El Motociclista Caballero - Capítulo 30
- Inicio
- Todas las novelas
- El Motociclista Caballero
- Capítulo 30 - 30 Capítulo 30 GABRIEL
Tamaño de Fuente
Tipo de Fuente
Color de Fondo
30: Capítulo 30: GABRIEL 30: Capítulo 30: GABRIEL Regresé a la casa e hice un desvío al gimnasio.
Ya que Lobo no me dejaba ir a romperle el maldito cuello a Sam, un buen entrenamiento era la siguiente mejor opción para desahogarme.
Nada supera golpear la mierda de algo cuando la sangre me hierve así, además ella me había robado mi entrenamiento matutino con sus tonterías.
Repasé las palabras de Celine una y otra vez en mi cabeza, tratando de darle sentido a este nuevo desarrollo.

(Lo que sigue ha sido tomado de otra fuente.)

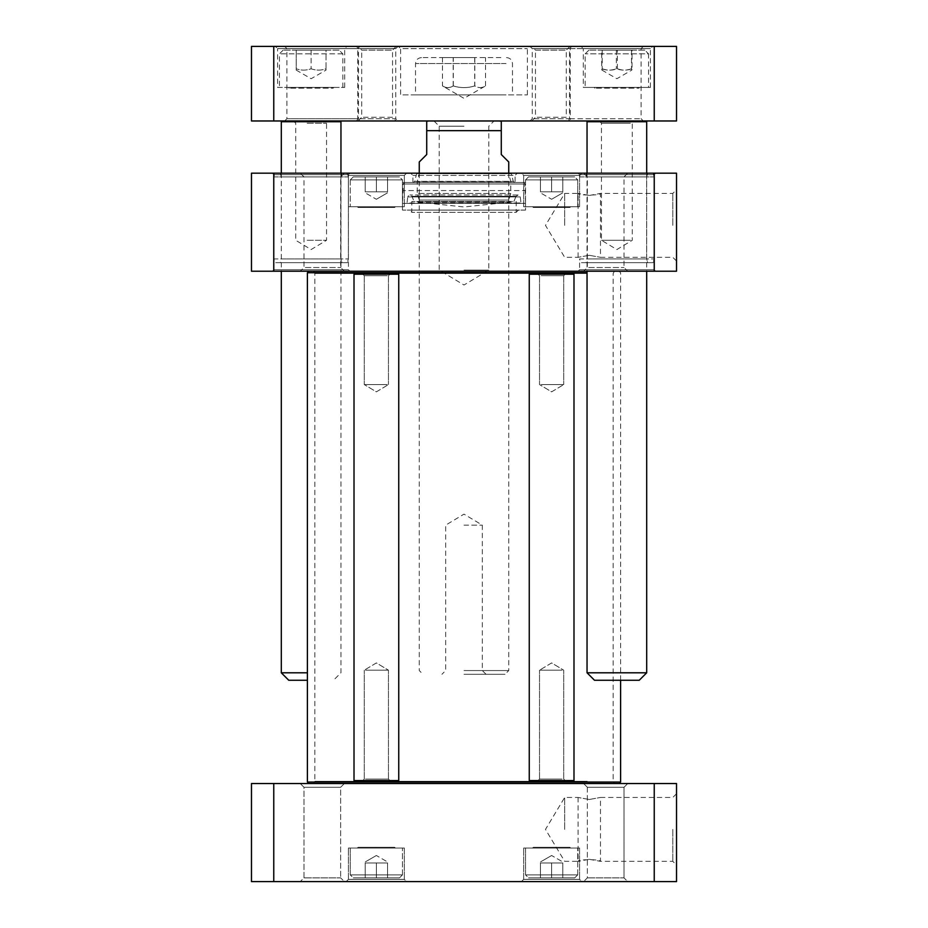 <?xml version="1.0" encoding="UTF-8"?>
<svg xmlns="http://www.w3.org/2000/svg" width="928" height="928" viewBox="0 0 928 928"><rect width="100%" height="100%" fill="white"/><g stroke="black" fill="none" stroke-linecap="round" stroke-linejoin="round"><path stroke-width="0.7" stroke-dasharray="4.64 3.48" d="M592.18 783.534L308.896 783.534L592.18 783.534M307.4 782.049L620.6 782.049M530.746 782.049L572.506 782.049L530.746 782.049L572.506 782.049L530.746 782.049L529.25 780.552L573.991 780.552L529.25 780.552L573.991 780.552L573.991 274.212L529.25 274.212L573.991 274.212L529.25 274.212L529.25 780.552M355.494 782.049L397.254 782.049L355.494 782.049L397.254 782.049L355.494 782.049L354.009 780.552L398.75 780.552L354.009 780.552L398.75 780.552L398.75 274.212L354.009 274.212L398.75 274.212L354.009 274.212L354.009 780.552M587.041 272.728L307.4 272.728M397.254 272.728L355.494 272.728L397.254 272.728L355.494 272.728L397.254 272.728L398.75 274.212M572.506 272.728L530.746 272.728L572.506 272.728L530.746 272.728L572.506 272.728L573.991 274.212M588.317 783.534L313.571 783.534L588.317 783.534M592.18 271.231L308.896 271.231L592.18 271.231M588.317 271.231L313.571 271.231L588.317 271.231M587.25 781.306L314.859 781.306L587.25 781.306M587.25 273.47L314.859 273.47L587.25 273.47M419.259 161.982L426.718 154.524L426.718 121.232L426.718 130.662L501.282 130.662L501.282 121.232L501.282 154.524L508.741 161.982M464 670.561L508.741 670.561L464 670.561M464 120.976L499.044 120.976L464 120.976M464 126.196L439.211 126.196L464 126.196M464 270.118L488.789 270.118L464 270.118M464 674.296L505.018 674.296L464 674.296M464 525.144L482.328 525.144L464 525.144M589.28 195.46L600.462 193.43C601.158 195.611 577.402 195.611 578.098 193.43L589.28 195.46M589.28 255.293L600.462 257.311L589.28 255.293L578.098 257.311L589.28 255.293M517.314 173.176L410.686 173.176L517.314 173.176L515.086 175.404L412.914 175.404L515.086 175.404L515.086 182.491L412.914 182.491L515.086 182.491M574.734 176.9L528.508 176.9L574.734 176.9L528.508 176.9L574.734 176.9L577.726 179.881L577.726 206.724L525.526 206.724L577.726 206.724L525.526 206.724L577.726 206.724L577.726 179.881L525.526 179.881L577.726 179.881L525.526 179.881L577.726 179.881L574.734 176.9M562.809 176.9L540.432 176.9L562.809 176.9L540.432 176.9L562.809 176.9L562.809 191.818L540.432 191.818L540.432 176.9L540.432 191.818L551.626 191.818L551.626 176.9L551.626 191.818L562.809 191.818L562.809 176.9L562.809 191.818L540.432 191.818L540.432 176.9L540.432 191.818L551.626 191.818L551.626 176.9L551.626 191.818L562.809 191.818L562.809 176.9M399.492 176.9L353.266 176.9L399.492 176.9L353.266 176.9L399.492 176.9L402.474 179.881L402.474 206.724L350.274 206.724L402.474 206.724L350.274 206.724L402.474 206.724L402.474 179.881L350.274 179.881L402.474 179.881L350.274 179.881L402.474 179.881L399.492 176.9M387.568 176.9L365.191 176.9L387.568 176.9L365.191 176.9L387.568 176.9L387.568 191.818L365.191 191.818L365.191 176.9L365.191 191.818L376.374 191.818L376.374 176.9L376.374 191.818L387.568 191.818L387.568 176.9L387.568 191.818L365.191 191.818L365.191 176.9L365.191 191.818L376.374 191.818L376.374 176.9L376.374 191.818L387.568 191.818L387.568 176.9M654.24 173.176L676.524 173.176L676.524 271.231L251.476 271.231L251.476 173.176L654.24 173.176L654.24 271.231M272.356 173.176L349.902 173.176L272.356 173.176L273.841 174.661L348.418 174.661L273.841 174.661L273.841 176.9L348.383 176.9L348.383 258.924L347.385 262.659L341.922 262.659L340.924 258.924L340.924 176.9L341.922 173.176L347.385 173.176L348.383 176.9L347.385 173.176L341.922 173.176L340.924 176.9L340.924 258.924L341.922 262.659L347.385 262.659L348.383 258.924L348.383 176.9L273.841 176.9L274.839 173.176L347.385 173.176L274.839 173.176M300.254 173.176L344.381 173.176L300.254 173.176L303.978 176.9L340.646 176.9L303.978 176.9L303.978 267.508L340.646 267.508L303.978 267.508L300.254 271.231L344.381 271.231L300.254 271.231M583.619 173.176L627.746 173.176L583.619 173.176L587.354 176.9L624.022 176.9L587.354 176.9L587.354 267.508L624.022 267.508L587.354 267.508L583.619 271.231L627.746 271.231L583.619 271.231M521.42 173.176L581.821 173.176L521.42 173.176L581.821 173.176L521.42 173.176L523.659 175.404L579.582 175.404L523.659 175.404L579.582 175.404L523.659 175.404L521.42 173.176M346.179 173.176L406.58 173.176L346.179 173.176L406.58 173.176L346.179 173.176L348.418 175.404L404.341 175.404L348.418 175.404L404.341 175.404L348.418 175.404L346.179 173.176M578.098 173.176L655.644 173.176L578.098 173.176L579.582 174.661L654.159 174.661L579.582 174.661L579.582 176.9L654.124 176.9L654.124 258.924L653.126 262.659L647.663 262.659L646.665 258.924L646.665 176.9L647.663 173.176L653.126 173.176L654.124 176.9L653.126 173.176L647.663 173.176L646.665 176.9L646.665 258.924L647.663 262.659L653.126 262.659L654.124 258.924L654.124 176.9L579.582 176.9L580.58 173.176L653.126 173.176L580.58 173.176M272.356 271.231L349.902 271.231L272.356 271.231L273.841 269.746L348.418 269.746L273.841 269.746L273.841 258.924L348.383 258.924L273.841 258.924L274.839 262.659L347.385 262.659L274.839 262.659M578.098 271.231L655.644 271.231L578.098 271.231L579.582 269.746L654.159 269.746L579.582 269.746L579.582 258.924L654.124 258.924L579.582 258.924L580.58 262.659L653.126 262.659L580.58 262.659M647.663 262.659L586.044 262.659L647.663 262.659M646.665 258.924L587.041 258.924L646.665 258.924M646.665 176.9L587.041 176.9L646.665 176.9M647.663 173.176L586.044 173.176L647.663 173.176M341.922 262.659L280.302 262.659L341.922 262.659M340.924 258.924L281.3 258.924L340.924 258.924M340.924 176.9L281.3 176.9L340.924 176.9M341.922 173.176L280.302 173.176L341.922 173.176M413.25 182.491L514.75 182.491L413.25 182.491L414.712 181.343L513.288 181.343L414.712 181.343L416.626 173.687L511.374 173.687L416.626 173.687L508.741 173.548L419.259 173.548L417.24 181.621L510.76 181.621L417.24 181.621L417.24 193.476L510.76 193.476L417.24 193.476L419.259 200.054L508.741 200.054L419.259 200.054L417.414 202.06L510.586 202.06L417.414 202.06L464 206.967L510.586 202.06L508.741 200.054L510.76 193.476L510.76 181.621L508.741 173.548L511.374 173.687L513.288 181.343L514.75 182.491M672.8 225.376L672.8 193.43L672.8 225.376M676.524 225.376L676.524 189.706L676.524 225.376M564.676 225.376L564.676 193.43L564.676 225.376M627.746 173.176L624.022 176.9L624.022 267.508L627.746 271.231M344.381 173.176L340.646 176.9L340.646 267.508L344.381 271.231M523.659 206.724L579.582 206.724L523.659 206.724L523.659 175.404L523.659 206.724L579.582 206.724L523.659 206.724M348.418 206.724L404.341 206.724L348.418 206.724L348.418 175.404L348.418 206.724L404.341 206.724L348.418 206.724M273.76 271.231L273.76 173.176M569.896 206.724L533.356 206.724L569.896 206.724L533.356 206.724L569.896 206.724L569.896 207.478L533.356 207.478L569.896 207.478L570.639 206.724L532.602 206.724L570.639 206.724L532.602 206.724L570.639 206.724L569.896 207.478L569.896 206.724M394.644 206.724L358.104 206.724L394.644 206.724L358.104 206.724L394.644 206.724L394.644 207.478L358.104 207.478L394.644 207.478L395.398 206.724L357.361 206.724L395.398 206.724L357.361 206.724L395.398 206.724L394.644 207.478L358.104 207.478L394.644 207.478L394.644 206.724M569.896 207.478L533.356 207.478L569.896 207.478M525.526 210.088L402.474 210.088L525.526 210.088L525.526 203.371L402.474 203.371L520.991 202.977L407.009 202.977L407.752 196.91L520.248 196.91L407.752 196.91C408.854 194.625 410.246 194.428 411.928 196.318L516.072 196.318L513.776 201.736L411.8 201.48L516.2 201.48L516.2 212.326L411.8 212.326L516.2 212.326L518.439 210.088L409.561 210.088L518.439 210.088M404.643 182.491L523.357 182.491L404.643 182.491L403.146 183.988L524.854 183.988L403.146 183.988L403.146 190.565L524.854 190.565L403.146 190.565L402.474 203.371L525.526 203.371L402.474 203.371L525.526 203.371L520.991 202.977L520.248 196.91L518.079 194.996L516.072 196.318L411.928 196.318L414.224 201.736L411.8 201.48L411.8 212.326L409.561 210.088M523.357 182.491L524.854 183.988L525.526 203.371L525.526 182.491L402.474 182.491L525.526 182.491M365.319 275.709L388.461 275.709L365.319 275.709M362.593 272.728L391.454 272.728L362.593 272.728M365.319 384.586L388.461 384.586L365.319 384.586M387.44 779.068L364.286 779.068L387.44 779.068M390.166 782.049L361.305 782.049L390.166 782.049M387.44 670.19L364.286 670.19L387.44 670.19M545.316 275.709L563.714 275.709L545.316 275.709M543.762 272.728L566.695 272.728L543.762 272.728M545.316 384.586L563.714 384.586L545.316 384.586M557.925 779.068L539.528 779.068L557.925 779.068M559.48 782.049L536.546 782.049L559.48 782.049M557.925 670.19L539.528 670.19L557.925 670.19M382.139 275.709L364.286 275.709L382.139 275.709M383.554 272.728L361.305 272.728L383.554 272.728M382.139 384.586L364.286 384.586L382.139 384.586M370.62 779.068L388.461 779.068L370.62 779.068M369.205 782.049L391.454 782.049L369.205 782.049M370.62 670.19L388.461 670.19L370.62 670.19M562.252 275.709L539.528 275.709L562.252 275.709M564.874 272.728L536.546 272.728L564.874 272.728M562.252 384.586L539.528 384.586L562.252 384.586M540.989 779.068L563.714 779.068L540.989 779.068M538.368 782.049L566.695 782.049L538.368 782.049M540.989 670.19L563.714 670.19L540.989 670.19M589.28 859.316L600.462 861.335C601.158 859.154 577.402 859.154 578.098 861.335L589.28 859.316M589.28 799.484L600.462 797.465L589.28 799.484L578.098 797.465L589.28 799.484M353.266 877.876L399.492 877.876L353.266 877.876L399.492 877.876L353.266 877.876L350.274 874.884L350.274 848.041L402.474 848.041L350.274 848.041L402.474 848.041L350.274 848.041L350.274 874.884L402.474 874.884L350.274 874.884L402.474 874.884L350.274 874.884L353.266 877.876M365.191 877.876L387.568 877.876L365.191 877.876L387.568 877.876L365.191 877.876L365.191 862.959L387.568 862.959L387.568 877.876L387.568 862.959L376.374 862.959L376.374 877.876L376.374 862.959L365.191 862.959L365.191 877.876L365.191 862.959L387.568 862.959L387.568 877.876L387.568 862.959L376.374 862.959L376.374 877.876L376.374 862.959L365.191 862.959L365.191 877.876M528.508 877.876L574.734 877.876L528.508 877.876L574.734 877.876L528.508 877.876L525.526 874.884L525.526 848.041L577.726 848.041L525.526 848.041L577.726 848.041L525.526 848.041L525.526 874.884L577.726 874.884L525.526 874.884L577.726 874.884L525.526 874.884L528.508 877.876M540.432 877.876L562.809 877.876L540.432 877.876L562.809 877.876L540.432 877.876L540.432 862.959L562.809 862.959L562.809 877.876L562.809 862.959L551.626 862.959L551.626 877.876L551.626 862.959L540.432 862.959L540.432 877.876L540.432 862.959L562.809 862.959L562.809 877.876L562.809 862.959L551.626 862.959L551.626 877.876L551.626 862.959L540.432 862.959L540.432 877.876M273.76 881.6L251.476 881.6L251.476 783.534L676.524 783.534L676.524 881.6L273.76 881.6L273.76 783.534M627.746 881.6L583.619 881.6L627.746 881.6L583.619 881.6L627.746 881.6L624.022 877.876L587.354 877.876L624.022 877.876L587.354 877.876L624.022 877.876L627.746 881.6M344.381 881.6L300.254 881.6L344.381 881.6L300.254 881.6L344.381 881.6L340.646 877.876L303.978 877.876L340.646 877.876L303.978 877.876L340.646 877.876L344.381 881.6M581.821 881.6L521.42 881.6L581.821 881.6L521.42 881.6L581.821 881.6L579.582 879.361L523.659 879.361L579.582 879.361L523.659 879.361L579.582 879.361L581.821 881.6M406.58 881.6L346.179 881.6L406.58 881.6L346.179 881.6L406.58 881.6L404.341 879.361L348.418 879.361L404.341 879.361L348.418 879.361L404.341 879.361L406.58 881.6M672.8 829.4L672.8 861.335L672.8 829.4M676.524 829.4L676.524 793.73L676.524 829.4M564.676 829.4L564.676 797.465L564.676 829.4M303.978 787.269L340.646 787.269L303.978 787.269L300.254 783.534L344.381 783.534L300.254 783.534L344.381 783.534L300.254 783.534L303.978 787.269L340.646 787.269L340.646 877.876L340.646 787.269L303.978 787.269L303.978 877.876L300.254 881.6L303.978 877.876L303.978 787.269M583.619 783.534L627.746 783.534L583.619 783.534L627.746 783.534L583.619 783.534L587.354 787.269L624.022 787.269L587.354 787.269L624.022 787.269L624.022 877.876L624.022 787.269L587.354 787.269L583.619 783.534M404.341 848.041L348.418 848.041L404.341 848.041L404.341 879.361L404.341 848.041L348.418 848.041L404.341 848.041M579.582 848.041L523.659 848.041L579.582 848.041L579.582 879.361L579.582 848.041L523.659 848.041L579.582 848.041M654.24 881.6L654.24 783.534M394.644 848.041L358.104 848.041L394.644 848.041L358.104 848.041L394.644 848.041L394.644 847.299L358.104 847.299L394.644 847.299L395.398 848.041L357.361 848.041L395.398 848.041L357.361 848.041L395.398 848.041L394.644 847.299L358.104 847.299L394.644 847.299L394.644 848.041M569.896 847.299L533.356 847.299L569.896 847.299L570.639 848.041L532.602 848.041L570.639 848.041L532.602 848.041L570.639 848.041L569.896 847.299L569.896 848.041L533.356 848.041L569.896 848.041L533.356 848.041L569.896 848.041L569.896 847.299L533.356 847.299L569.896 847.299M500.876 57.582L421.498 57.582L500.876 57.582M474.823 57.582L442.47 57.582L474.823 57.582L474.823 85.921C467.654 88.172 460.474 88.172 453.293 85.921C449.686 88.172 446.078 88.172 442.47 85.921L464 98.356L485.53 85.921C481.957 88.172 478.396 88.172 474.823 85.921M644.821 50.124L588.909 50.124L644.832 50.124L648.568 53.859L585.174 53.859L648.556 53.859L648.568 87.418L585.174 87.418L648.556 87.418M632.026 50.124L601.715 50.124L632.026 50.124L632.026 68.776C627.142 70.563 622.259 70.563 617.375 68.776C612.318 70.563 607.272 70.563 602.214 68.776C602.052 70.563 601.878 70.563 601.715 68.776C606.599 70.563 611.482 70.563 616.366 68.776C621.424 70.563 626.47 70.563 631.527 68.776C631.69 70.563 631.864 70.563 632.026 68.776C631.864 70.563 631.69 70.563 631.527 68.776L631.527 50.124M339.091 50.124L283.168 50.124L339.091 50.124L342.826 53.859L342.826 87.418L279.432 87.418L342.826 87.418M326.041 50.124L296.218 50.124L326.041 50.124L326.041 68.776C321.076 70.563 316.1 70.563 311.124 68.776C306.159 70.563 301.182 70.563 296.218 68.776C301.182 70.563 306.159 70.563 311.124 68.776C316.1 70.563 321.076 70.563 326.041 68.776C326.041 70.563 326.041 70.563 326.041 68.776C326.041 70.563 326.041 70.563 326.041 68.776L326.041 50.124M273.76 46.4L251.476 46.4L251.476 120.976L273.76 120.976L273.76 46.4L654.24 46.4L654.24 120.976L273.76 120.976M654.24 46.4L676.524 46.4L676.524 120.976L654.24 120.976M583.318 87.418L650.424 87.418L583.318 87.418L583.318 48.639L650.424 48.639L583.318 48.639L581.079 46.4L652.662 46.4L581.079 46.4M277.576 87.418L344.682 87.418L277.576 87.418L277.576 48.639L344.682 48.639L277.576 48.639L275.338 46.4L346.921 46.4L275.338 46.4M284.652 120.976L286.891 118.738L286.891 48.639L357.732 48.639L357.732 118.738L286.891 118.738L357.732 118.738L359.971 120.976L284.652 120.976L359.971 120.976M359.971 46.4L357.732 48.639L286.891 48.639L284.652 46.4L359.971 46.4L284.652 46.4M643.348 46.4L641.109 48.639L641.109 118.738L643.348 120.976L568.029 120.976L570.268 118.738L641.109 118.738L570.268 118.738L570.268 48.639L641.109 48.639L570.268 48.639L568.029 46.4L643.348 46.4L568.029 46.4M568.029 120.976L643.348 120.976M356.248 120.976L358.486 118.738L358.486 48.639L395.769 48.639L395.769 118.738L358.486 118.738L395.769 118.738L398.008 120.976L356.248 120.976L398.008 120.976M398.008 46.4L395.769 48.639L358.486 48.639L356.248 46.4L398.008 46.4L356.248 46.4M529.992 120.976L532.231 118.738L532.231 48.639L569.514 48.639L569.514 118.738L532.231 118.738L569.514 118.738L571.752 120.976L529.992 120.976L571.752 120.976M571.752 46.4L569.514 48.639L532.231 48.639L529.992 46.4L571.752 46.4L529.992 46.4M531.732 120.976L535.456 117.241L535.456 50.124L566.289 50.124L566.289 117.241L535.456 117.241L566.289 117.241L570.012 120.976L531.732 120.976L570.012 120.976M357.988 120.976L361.711 117.241L361.711 50.124L392.532 50.124L392.532 117.241L361.711 117.241L392.532 117.241L396.268 120.976L357.976 120.976L396.268 120.976M570.012 46.4L566.289 50.124L535.456 50.124L531.732 46.4L570.012 46.4L531.732 46.4M396.268 46.4L392.544 50.124L361.711 50.124L357.988 46.4L396.268 46.4L357.976 46.4M398.379 46.4L529.621 46.4L398.379 46.4L400.618 48.639L527.382 48.639L400.618 48.639L400.618 94.876L527.382 94.876L400.618 94.876M506.062 94.876L415.524 94.876L506.062 94.876M602.214 50.124L602.214 68.776C602.052 70.563 601.878 70.563 601.715 68.776L601.715 50.124M616.366 50.124L616.366 68.776M617.375 68.776L617.375 50.124M296.218 68.776C296.218 70.563 296.218 70.563 296.218 68.776C296.218 70.563 296.218 70.563 296.218 68.776L296.218 50.124L296.218 68.776M311.124 50.124L311.124 68.776L311.124 50.124M442.47 57.582L442.47 85.921C446.043 88.172 449.604 88.172 453.177 85.921C460.346 88.172 467.526 88.172 474.707 85.921C478.314 88.172 481.922 88.172 485.53 85.921L485.53 57.582M453.177 85.921L453.177 57.582M474.707 57.582L474.707 85.921M453.293 85.921L453.293 57.582M639.612 87.418L594.129 87.418L639.612 87.418L638.87 88.16L594.871 88.16L638.87 88.16L638.87 87.418L594.871 87.418L638.87 87.418M333.871 87.418L288.388 87.418L333.871 87.418L333.129 88.16L289.13 88.16L333.129 88.16L333.129 87.418L289.13 87.418L333.129 87.418M630.332 123.204L601.46 123.204L630.332 123.204M632.281 120.976L599.221 120.976L632.281 120.976M630.332 240.282L601.46 240.282L630.332 240.282M591.484 120.976L645.958 120.976L591.484 120.976M587.041 121.719L646.7 121.719M587.041 672.8L646.7 672.8M594.5 680.259L639.241 680.259M307.122 123.204L326.54 123.204L307.122 123.204M306.542 120.976L328.779 120.976L306.542 120.976M307.122 240.282L326.54 240.282L307.122 240.282M318.687 120.976L282.042 120.976L318.687 120.976M281.3 121.719L340.959 121.719M281.3 672.8L307.4 672.8M288.759 680.259L307.4 680.259M342.826 53.859L279.432 53.859L342.826 53.859M506.062 63.556L415.524 63.556L506.062 63.556M620.6 680.259L620.6 272.728L619.104 271.231M313.571 271.231L314.859 273.47L314.859 781.306L313.571 783.534M614.429 271.231L613.141 273.47L613.141 781.306L614.429 783.534M419.259 173.176L419.259 670.561L422.982 674.296M508.741 173.176L508.741 670.561L505.018 674.296M433.991 120.976L439.211 126.196L439.211 270.118L464 285L488.789 270.118L488.789 126.196L494.009 120.976M486.063 674.296L482.328 670.561L482.328 525.144L464 514.135L445.672 525.144L445.672 670.561L441.937 674.296M676.524 261.035L672.8 257.311L600.462 257.311L600.462 193.43L672.8 193.43L676.524 189.706M578.098 257.311L578.098 193.43L564.676 193.43L545.478 225.376L564.676 257.311L578.098 257.311M412.914 182.491L412.914 175.404L410.686 173.176M586.044 173.176L587.041 176.9L587.041 258.924L586.044 262.659M280.302 173.176L281.3 176.9L281.3 258.924L280.302 262.659M525.526 179.881L528.508 176.9L525.526 179.881L525.526 206.724L525.526 179.881M551.626 199.276L562.809 192.815L551.626 199.276L540.432 192.815L551.626 199.276M350.274 179.881L353.266 176.9L350.274 179.881L350.274 206.724L350.274 179.881M376.374 199.276L387.568 192.815L376.374 199.276L365.191 192.815L376.374 199.276M655.644 173.176L654.159 174.661L654.159 269.746L655.644 271.231M349.902 173.176L348.418 174.661L348.418 269.746L349.902 271.231M579.582 175.404L581.821 173.176L579.582 175.404L579.582 206.724L579.582 175.404M404.341 175.404L406.58 173.176L404.341 175.404L404.341 206.724L404.341 175.404M533.356 207.478L532.602 206.724L533.356 207.478M358.104 207.478L357.361 206.724L358.104 207.478M402.474 210.088L402.474 182.491M518.079 194.996L409.921 194.996L518.079 194.996M388.472 275.709L391.454 272.728L388.472 275.709L388.461 384.586L388.461 275.709M364.286 275.709L361.305 272.728L364.286 275.709L364.286 384.586L364.286 275.709M376.374 391.848L388.461 384.586L376.374 391.848L364.286 384.586L376.374 391.848M364.286 779.068L361.305 782.049L364.286 779.068L364.286 670.19L364.286 779.068M388.472 779.068L391.454 782.049L388.472 779.068L388.461 670.19L388.461 779.068M376.374 662.928L364.286 670.19L376.374 662.928L388.461 670.19L376.374 662.928M563.714 275.709L566.695 272.728L563.714 275.709L563.714 384.586L563.714 275.709M539.528 275.709L536.546 272.728L539.528 275.709L539.528 384.586L539.528 275.709M551.626 391.848L563.714 384.586L551.626 391.848L539.539 384.586L551.626 391.848M539.528 779.068L536.546 782.049L539.528 779.068L539.528 670.19L539.528 779.068M563.714 779.068L566.695 782.049L563.714 779.068L563.714 670.19L563.714 779.068M551.626 662.928L539.539 670.19L551.626 662.928L563.714 670.19L551.626 662.928M355.494 272.728L354.009 274.212M397.254 782.049L398.75 780.552M530.746 272.728L529.25 274.212M572.506 782.049L573.991 780.552M578.098 797.465L578.098 861.335L564.676 861.335L545.478 829.4L564.676 797.465L578.098 797.465M676.524 793.73L672.8 797.465L600.462 797.465L600.462 861.335L672.8 861.335L676.524 865.07M577.726 874.884L574.734 877.876L577.726 874.884L577.726 848.041L577.726 874.884M551.626 855.5L540.432 861.961L551.626 855.5L562.809 861.961L551.626 855.5M402.474 874.884L399.492 877.876L402.474 874.884L402.474 848.041L402.474 874.884M376.374 855.5L365.191 861.961L376.374 855.5L387.568 861.961L376.374 855.5M340.646 787.269L344.381 783.534L340.646 787.269M624.022 787.269L627.746 783.534L624.022 787.269M587.354 787.269L587.354 877.876L583.619 881.6L587.354 877.876L587.354 787.269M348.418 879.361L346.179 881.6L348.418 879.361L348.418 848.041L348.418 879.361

«¿Qué clase de hombre deja a su hijo sufrir a manos de otro?», pensé.
Es obvio que su situación no era nada como la mía; mamá y yo tuvimos suerte con John.
Pero como hombre, me cuesta creer que cualquier hombre dejaría a su semilla a merced de un monstruo.
Según Celine, él había estado fuera del panorama mucho antes de que Silla naciera, y aunque sé que estas cosas pasan, es desconcertante para mi sentido del honor que alguien haría voluntariamente algo tan cobarde.
Pero ¿tiene sentido seguir ese hilo?
No puedo ver cómo este hombre desaparecido podría encajar en lo que teníamos aquí, pero no me gusta dejar cabos sueltos para que otros tiren de ellos.
Y todavía está esa nota críptica que el viejo había hecho sobre Sam que aún no logro entender.
Según mis cálculos, habría sido más o menos cuando Silla nació.
Como si mi plato no estuviera ya lo suficientemente lleno, ahora tengo esto también en qué pensar.
Mis manos estaban en carne viva cuando logré alejarme del borde, pero aún no estoy satisfecho.
Nada lo hará hasta que ponga mi puño en la cara de Sam.
O mantenga a ese hijo de puta bajo agua caliente, para que vea cómo se siente esa mierda.
Como Celine se había cerrado, no hay forma de saber qué otro terror había enfrentado la joven Silla, y solo pensarlo me hacía sentir más inquieto de lo justificado.
Aun así, con la mierda que he visto, era difícil no imaginar lo peor.
No estoy seguro de por qué me sorprende descubrir que el hombre es un imbécil aún más grande de lo que pensaba ayer, pero escuchar sobre la mierda que le hizo cuando era niña me está afectando mucho.
No tiene sentido que me sienta así, no es como si supiera que esta mierda estaba pasando y no hice nada al respecto, pero es como si sintiera que de alguna manera debería haberla librado de ese infierno.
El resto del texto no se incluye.